![](/img/trans.png)
[英]Calculate the number of words and average word length used in the sentence in Python [on hold]
[英]How to calculate average word & Sentence length in python 2.7 from a text file
在過去的兩個星期中,我一直在堅持這一點,想知道您能否提供幫助。
我正在嘗試從文本文件計算平均單詞長度和句子長度。 我似乎無法繞過它。 我剛剛開始使用隨后在主文件中調用的函數。
我的主文件看起來像這樣
import Consonants
import Vowels
import Sentences
import Questions
import Words
""" Vowels """
text = Vowels.fileToString("test.txt")
x = Vowels.countVowels(text)
print str(x) + " Vowels"
""" Consonats """
text = Consonants.fileToString("test.txt")
x = Consonants.countConsonants(text)
print str(x) + " Consonants"
""" Sentences """
text = Sentences.fileToString("test.txt")

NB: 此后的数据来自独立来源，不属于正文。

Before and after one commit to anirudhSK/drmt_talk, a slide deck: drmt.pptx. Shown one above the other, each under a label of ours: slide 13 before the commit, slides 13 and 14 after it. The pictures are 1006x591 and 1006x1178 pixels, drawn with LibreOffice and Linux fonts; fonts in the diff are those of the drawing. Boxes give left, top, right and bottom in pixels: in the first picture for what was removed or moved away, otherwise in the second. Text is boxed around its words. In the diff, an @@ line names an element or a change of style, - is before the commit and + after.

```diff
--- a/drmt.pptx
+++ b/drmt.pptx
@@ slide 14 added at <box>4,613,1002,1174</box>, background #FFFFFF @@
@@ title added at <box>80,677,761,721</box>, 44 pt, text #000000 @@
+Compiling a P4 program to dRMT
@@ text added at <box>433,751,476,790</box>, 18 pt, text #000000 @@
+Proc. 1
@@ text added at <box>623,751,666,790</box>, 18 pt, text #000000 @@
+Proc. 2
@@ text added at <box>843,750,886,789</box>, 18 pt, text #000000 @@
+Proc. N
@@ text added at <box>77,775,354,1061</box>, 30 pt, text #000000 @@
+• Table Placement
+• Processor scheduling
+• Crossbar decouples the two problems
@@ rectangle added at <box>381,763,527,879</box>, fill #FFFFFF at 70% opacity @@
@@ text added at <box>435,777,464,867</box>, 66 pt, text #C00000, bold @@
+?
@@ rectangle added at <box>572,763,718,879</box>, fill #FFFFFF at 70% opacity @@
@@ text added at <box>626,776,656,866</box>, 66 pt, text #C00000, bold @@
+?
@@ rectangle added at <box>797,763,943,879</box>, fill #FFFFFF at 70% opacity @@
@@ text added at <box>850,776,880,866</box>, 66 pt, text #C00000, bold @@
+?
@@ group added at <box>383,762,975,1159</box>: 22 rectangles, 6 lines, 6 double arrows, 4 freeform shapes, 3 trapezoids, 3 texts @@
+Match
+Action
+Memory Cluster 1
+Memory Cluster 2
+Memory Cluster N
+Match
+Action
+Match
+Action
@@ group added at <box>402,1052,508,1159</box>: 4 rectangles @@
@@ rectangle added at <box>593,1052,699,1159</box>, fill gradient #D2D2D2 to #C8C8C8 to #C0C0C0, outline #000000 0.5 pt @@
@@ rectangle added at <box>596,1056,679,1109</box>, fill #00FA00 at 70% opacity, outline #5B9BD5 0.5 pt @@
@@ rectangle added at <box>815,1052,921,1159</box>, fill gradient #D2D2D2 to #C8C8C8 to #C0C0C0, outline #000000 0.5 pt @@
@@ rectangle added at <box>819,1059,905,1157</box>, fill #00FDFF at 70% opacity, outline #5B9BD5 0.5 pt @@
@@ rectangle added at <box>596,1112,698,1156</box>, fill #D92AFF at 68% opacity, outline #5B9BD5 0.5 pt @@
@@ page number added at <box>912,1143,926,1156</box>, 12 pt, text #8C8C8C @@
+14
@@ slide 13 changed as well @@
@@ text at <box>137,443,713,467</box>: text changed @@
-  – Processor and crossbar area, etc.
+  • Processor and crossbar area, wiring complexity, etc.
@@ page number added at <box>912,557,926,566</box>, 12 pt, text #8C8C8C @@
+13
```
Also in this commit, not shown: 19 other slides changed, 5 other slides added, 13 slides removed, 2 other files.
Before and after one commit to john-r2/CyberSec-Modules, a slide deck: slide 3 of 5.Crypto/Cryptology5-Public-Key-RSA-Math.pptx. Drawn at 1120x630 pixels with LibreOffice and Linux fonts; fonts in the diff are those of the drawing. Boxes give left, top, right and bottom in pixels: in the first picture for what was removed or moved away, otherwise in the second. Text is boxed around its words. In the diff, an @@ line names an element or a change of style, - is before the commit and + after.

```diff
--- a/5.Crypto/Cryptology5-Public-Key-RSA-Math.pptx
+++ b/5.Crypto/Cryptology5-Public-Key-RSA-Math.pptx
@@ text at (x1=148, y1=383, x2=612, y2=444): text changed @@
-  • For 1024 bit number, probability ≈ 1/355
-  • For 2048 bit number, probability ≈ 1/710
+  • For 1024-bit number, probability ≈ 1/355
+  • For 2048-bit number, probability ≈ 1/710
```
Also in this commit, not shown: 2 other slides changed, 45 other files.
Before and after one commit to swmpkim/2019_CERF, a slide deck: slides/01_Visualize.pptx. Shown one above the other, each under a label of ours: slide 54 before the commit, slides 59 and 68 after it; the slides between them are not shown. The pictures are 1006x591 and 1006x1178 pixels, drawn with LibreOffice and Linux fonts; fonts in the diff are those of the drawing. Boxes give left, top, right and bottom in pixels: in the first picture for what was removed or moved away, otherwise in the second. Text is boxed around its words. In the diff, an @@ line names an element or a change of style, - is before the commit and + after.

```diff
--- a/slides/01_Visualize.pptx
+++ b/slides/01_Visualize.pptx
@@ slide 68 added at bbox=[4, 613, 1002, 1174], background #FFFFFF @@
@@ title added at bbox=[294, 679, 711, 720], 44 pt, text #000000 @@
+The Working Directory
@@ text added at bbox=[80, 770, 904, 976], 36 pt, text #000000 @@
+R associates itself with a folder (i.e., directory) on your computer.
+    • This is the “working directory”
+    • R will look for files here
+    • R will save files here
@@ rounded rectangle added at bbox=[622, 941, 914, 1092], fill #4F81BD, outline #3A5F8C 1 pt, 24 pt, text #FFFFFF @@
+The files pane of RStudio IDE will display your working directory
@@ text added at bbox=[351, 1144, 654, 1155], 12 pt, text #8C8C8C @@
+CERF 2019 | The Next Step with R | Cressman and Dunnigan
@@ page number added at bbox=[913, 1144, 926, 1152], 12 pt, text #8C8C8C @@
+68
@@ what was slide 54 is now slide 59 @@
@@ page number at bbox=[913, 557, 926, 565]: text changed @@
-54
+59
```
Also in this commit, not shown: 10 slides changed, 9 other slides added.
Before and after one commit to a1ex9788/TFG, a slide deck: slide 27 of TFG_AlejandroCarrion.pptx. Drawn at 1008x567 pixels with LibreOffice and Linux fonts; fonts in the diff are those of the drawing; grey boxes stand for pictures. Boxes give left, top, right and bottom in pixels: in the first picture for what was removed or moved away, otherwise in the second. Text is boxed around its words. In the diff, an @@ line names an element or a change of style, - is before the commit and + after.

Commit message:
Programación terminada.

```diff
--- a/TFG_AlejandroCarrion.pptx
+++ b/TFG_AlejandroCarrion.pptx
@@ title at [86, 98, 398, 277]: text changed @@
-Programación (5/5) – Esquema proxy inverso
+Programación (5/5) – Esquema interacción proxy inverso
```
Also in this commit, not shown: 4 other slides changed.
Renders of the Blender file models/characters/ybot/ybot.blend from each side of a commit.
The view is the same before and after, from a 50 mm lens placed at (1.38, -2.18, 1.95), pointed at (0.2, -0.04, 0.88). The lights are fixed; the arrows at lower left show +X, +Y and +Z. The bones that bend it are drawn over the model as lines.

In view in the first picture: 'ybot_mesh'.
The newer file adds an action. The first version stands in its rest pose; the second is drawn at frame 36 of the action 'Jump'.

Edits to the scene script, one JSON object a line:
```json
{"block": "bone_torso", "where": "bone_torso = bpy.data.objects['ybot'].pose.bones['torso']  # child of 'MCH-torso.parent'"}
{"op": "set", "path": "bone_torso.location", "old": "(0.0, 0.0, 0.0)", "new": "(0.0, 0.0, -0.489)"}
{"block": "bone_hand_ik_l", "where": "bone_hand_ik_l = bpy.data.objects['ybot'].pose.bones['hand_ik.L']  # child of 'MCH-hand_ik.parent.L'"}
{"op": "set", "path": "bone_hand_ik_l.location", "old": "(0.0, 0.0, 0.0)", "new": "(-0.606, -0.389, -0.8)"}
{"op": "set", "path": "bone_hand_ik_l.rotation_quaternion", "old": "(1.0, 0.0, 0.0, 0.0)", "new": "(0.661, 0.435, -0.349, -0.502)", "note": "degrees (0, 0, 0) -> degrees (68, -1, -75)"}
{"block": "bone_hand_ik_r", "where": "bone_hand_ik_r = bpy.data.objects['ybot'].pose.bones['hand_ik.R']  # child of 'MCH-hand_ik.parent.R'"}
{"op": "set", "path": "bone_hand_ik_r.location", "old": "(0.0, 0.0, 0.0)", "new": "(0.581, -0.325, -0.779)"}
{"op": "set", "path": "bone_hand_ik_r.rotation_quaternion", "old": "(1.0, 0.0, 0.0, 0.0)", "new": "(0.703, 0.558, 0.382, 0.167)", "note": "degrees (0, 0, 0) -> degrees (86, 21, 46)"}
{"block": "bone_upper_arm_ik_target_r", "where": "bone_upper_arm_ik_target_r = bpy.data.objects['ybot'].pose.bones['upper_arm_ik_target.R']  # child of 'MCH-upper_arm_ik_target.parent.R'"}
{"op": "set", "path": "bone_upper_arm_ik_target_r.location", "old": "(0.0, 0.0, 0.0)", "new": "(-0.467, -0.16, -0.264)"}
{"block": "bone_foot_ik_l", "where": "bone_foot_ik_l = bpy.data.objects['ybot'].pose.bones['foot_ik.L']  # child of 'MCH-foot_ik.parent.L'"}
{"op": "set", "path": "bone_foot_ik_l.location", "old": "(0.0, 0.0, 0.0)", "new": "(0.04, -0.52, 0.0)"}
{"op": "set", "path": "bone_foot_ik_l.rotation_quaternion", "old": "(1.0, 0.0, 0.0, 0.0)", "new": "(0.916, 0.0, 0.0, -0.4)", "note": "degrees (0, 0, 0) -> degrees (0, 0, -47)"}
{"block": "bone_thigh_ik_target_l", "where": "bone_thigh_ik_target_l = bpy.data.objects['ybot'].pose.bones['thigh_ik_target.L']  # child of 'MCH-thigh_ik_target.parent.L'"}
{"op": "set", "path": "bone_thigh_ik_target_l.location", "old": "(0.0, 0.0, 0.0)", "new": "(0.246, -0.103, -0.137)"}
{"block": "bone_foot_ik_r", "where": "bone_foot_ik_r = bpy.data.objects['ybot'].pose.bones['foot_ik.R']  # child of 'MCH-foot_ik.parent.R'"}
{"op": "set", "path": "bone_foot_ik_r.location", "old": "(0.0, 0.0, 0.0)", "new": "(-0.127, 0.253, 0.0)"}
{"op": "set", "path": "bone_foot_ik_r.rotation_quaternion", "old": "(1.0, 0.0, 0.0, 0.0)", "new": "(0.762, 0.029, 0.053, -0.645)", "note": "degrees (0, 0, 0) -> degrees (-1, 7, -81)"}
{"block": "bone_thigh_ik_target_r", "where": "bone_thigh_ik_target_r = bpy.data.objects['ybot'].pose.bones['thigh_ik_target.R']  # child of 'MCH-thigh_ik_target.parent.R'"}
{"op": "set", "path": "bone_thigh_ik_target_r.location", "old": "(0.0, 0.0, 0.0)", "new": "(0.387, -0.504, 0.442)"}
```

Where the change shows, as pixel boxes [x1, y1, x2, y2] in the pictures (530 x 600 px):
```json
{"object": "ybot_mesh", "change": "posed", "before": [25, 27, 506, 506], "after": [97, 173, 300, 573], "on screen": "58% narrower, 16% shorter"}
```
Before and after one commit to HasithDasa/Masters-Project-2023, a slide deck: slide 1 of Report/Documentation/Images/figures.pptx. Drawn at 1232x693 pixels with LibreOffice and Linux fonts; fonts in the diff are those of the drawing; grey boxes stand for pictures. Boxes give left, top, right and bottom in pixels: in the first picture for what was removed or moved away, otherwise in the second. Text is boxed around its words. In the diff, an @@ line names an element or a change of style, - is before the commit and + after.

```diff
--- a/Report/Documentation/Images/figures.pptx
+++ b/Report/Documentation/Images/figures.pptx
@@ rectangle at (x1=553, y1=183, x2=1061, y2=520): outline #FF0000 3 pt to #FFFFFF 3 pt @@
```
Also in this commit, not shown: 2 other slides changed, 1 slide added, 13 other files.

x = Sentences.countSentences(text)
print str(x) + " Sentences"
""" Questions """
text = Questions.fileToString("test.txt")
x = Questions.countQuestions(text)
print str(x) + " Questions"
""" Words """
text = Words.fileToString("test.txt")
x = Words.countWords(text)
print str(x) + " Words"
我的功能文件之一是這樣的:
def fileToString(filename):
myFile = open(filename, "r")
myText = ""
for ch in myFile:
myText = myText + ch
return myText
def countWords(text):
vcount = 0
spaces = [' ']
for letter in text:
if (letter in spaces):
vcount = vcount + 1
return vcount
我想知道如何將字長計算為導入的函數? 我在這里嘗試使用其他一些線程,但是它們對我而言無法正常工作。
我正在嘗試為您提供一種算法,
enumerate()
進行for
循環, split()
它,並檢查它們如何以endswith()
結尾。 喜歡; for ind,word in enumerate(readlines.split()): if word.endswith("?") ..... if word.endswith("!")
然后將它們放在字典中,並在while
循環中使用ind
(index)值;
obj = "Hey there! how are you? I hope you are ok."
dict1 = {}
for ind,word in enumerate(obj.split()):
dict1[ind]=word
x = 0
while x<len(dict1):
if "?" in dict1[x]:
print (list(dict1.values())[:x+1])
x += 1
輸出;
>>>
['Hey', 'there!', 'how', 'are', 'you?']
>>>
你看,我居然把這句話刪了直到達到?
。 因此,我現在在列表中有一個句子(您可以將其更改為!
)。 我可以達到每個元素的長度,其余的都是簡單的數學。 您將找到每個元素長度的總和,然后將其除以該列表的長度。 理論上,它將給出平均值。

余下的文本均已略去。